The Financial Express

'The singer, not the song'

'The singer, not the song'

At times, there are books, publications, articles and films that don't make headlines. Creatives, ahead of their time, going against the then current thoughts in vogue come, go and are forgotten. Then as the brilliant divine creation-the human mind, ponders over an in-vogue perplexity, a breeze of reflection lifts the dust of a memory tucked away. 'The singer, not the song' was one of those wild-west movies that touched on a side aspect of life in those turbulent times. Dirk Bogarde played the role of a lawless gun wielder who somehow retained vestiges of humanity. Grudgingly befriending a new, young priest trying desperately to preach the gospel, Bogarde gives his life defending him against the fiercest of odds. He does so because of the difference the priest makes in the era when principles gave way to the gun. His last words, the title of the movie, reaffirmed that gospel or social norms only really make sense when the preacher lives up to what he says. In a world where convenience has become the hallmark, the Jeff Bezos', JackMasrise from unknowns to become pioneers of innovation are cases in example. Once they prove their point and can no longer take the caricature ignominy that business brings with it, they stand back to pursue that which they had kept hidden. Their thirst for making a real difference.

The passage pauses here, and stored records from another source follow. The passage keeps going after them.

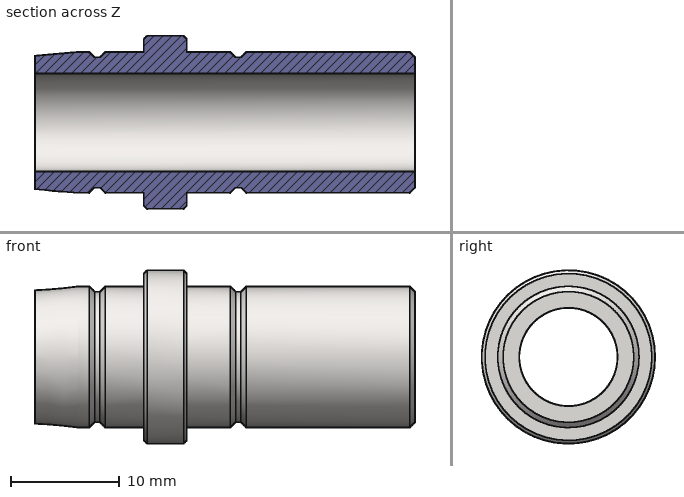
import cadquery as cq

length = 35.0
body_radius = 6.5
bore_radius = 4.5

nose_length = 3.95
nose_drop = 0.35

collar_start = 10.0
collar_width = 4.0
collar_diameter = 16.0
collar_chamfer = 0.3

groove_starts = (5.0, 18.0)
groove_depth = 0.5
groove_floor_width = 0.5

tail_chamfer = 0.5


def cylinder(start, width, radius):
    """Solid cylinder along X."""
    return cq.Workplane("YZ").workplane(offset=start).circle(radius).extrude(width)


def make_body():
    """Round body with the tapered nose and the chamfered tail."""
    return (
        cq.Workplane("XY")
        .lineTo(0, body_radius - nose_drop)
        .lineTo(nose_length, body_radius)
        .lineTo(length - tail_chamfer, body_radius)
        .lineTo(length, body_radius - tail_chamfer)
        .lineTo(length, 0)
        .close()
        .revolve(360, (0, 0, 0), (1, 0, 0))
    )


def make_collar():
    """Collar with both outer edges chamfered."""
    collar = cylinder(collar_start, collar_width, collar_diameter / 2)
    return collar.edges().chamfer(collar_chamfer)


def make_groove(start):
    """Ring of material to remove for one groove."""
    floor_radius = body_radius - groove_depth
    floor_start = start + groove_depth
    floor_end = floor_start + groove_floor_width
    return (
        cq.Workplane("XY")
        .moveTo(start, body_radius)
        .lineTo(floor_start, floor_radius)
        .lineTo(floor_end, floor_radius)
        .lineTo(floor_end + groove_depth, body_radius)
        .close()
        .revolve(360, (0, 0, 0), (1, 0, 0))
    )


result = make_body().union(make_collar())
for groove_start in groove_starts:
    result = result.cut(make_groove(groove_start))
result = result.cut(cylinder(0, length, bore_radius))

Amazon and Ali Baba shattered the traditional incremental concepts of business. Their newness was using technology to feed convenience; their business models were a combination of volume vs value cleverly juxtaposing renowned brands and newbies. Their platforms are today a concourse that can make or break any brand simply through the benefit of consumer satisfaction. Gradually, the platforms attracted the finer brands as a quicker disposal pot for overstock and inventory control. Discounting was a feature, carefully managed so as not to let profits slip too far.

If anything sounds, looks or feels to be too good to be true, it probably isn't. That was lost on the countless consumers that were taken in by glitzy advertising, celebrity endorsements and high-profile sponsorship of government occasions and sports byeVally, eOrange and some others. Desperate for opportunities, especially to make it big overnight, unemployed or laid-off persons paid in advance for unbelievable 'deals'. Most haven't got the products ordered. They are unlikely to do so. Inadequate laws and an almost absence of accountability in regulatory approval means the perpetrators can't be forced to payback the ill-begotten proceeds, most of which have likely been siphoned off and carted out of the country.

eCommerce has been dealt a savage blow in its infancy with an erosion of consumer confidence. The relevant business associations are back-pedalling in trying to brave-face the calamity. Their argument that the relevant ministry has drag-footed the proposed eCommerce guidelines holds merit. Then again, why their members began business in the absence of such guidelines hasn't been explained. No one wants to take ownership of the debacle though the Finance Minister puts the blame on the Commerce Ministry. But when the Minister, Tipu Munshi wryly admits at having ordered and not got cattle for the sacrificial Eid occasion it's not too hard to guess where it's all heading. While all this goes on FoodPanda, conceived as a quick delivery online food channel has begun branching out into 'other products' ranging from masks to cosmetics and no doubt further. That commercial banks are encouraging sales of consumer goods against usage of plastic cards at discounts is another phenomenon in the unravelling saga. That's part of a negotiation between the bank and the selling entity. Chances are, any large purchase at shopping malls using cards puts an added 2.5% on the price. Another indicator that no one sells at a loss; they at best, take cuts in profit to enable roll-over of capital.

The biggest puzzler is how established companies and importers allowed their products to be sold on credit, that too at huge embedded cost. As it is, they provide commissions to established retail outlets. Yet, they have accepted bulk purchases of their products at massive discounts that have to be eating into costs thereby undermining the brand value. They too are red, both in face and bottom-line. The eValleys and eOranges of the world owe them plenty of money and don't have the cash. A lawyer has suggested the beneficiaries of the unholy operation cough up consumer and company dues. There's one small problem. No one seems to know where the money is.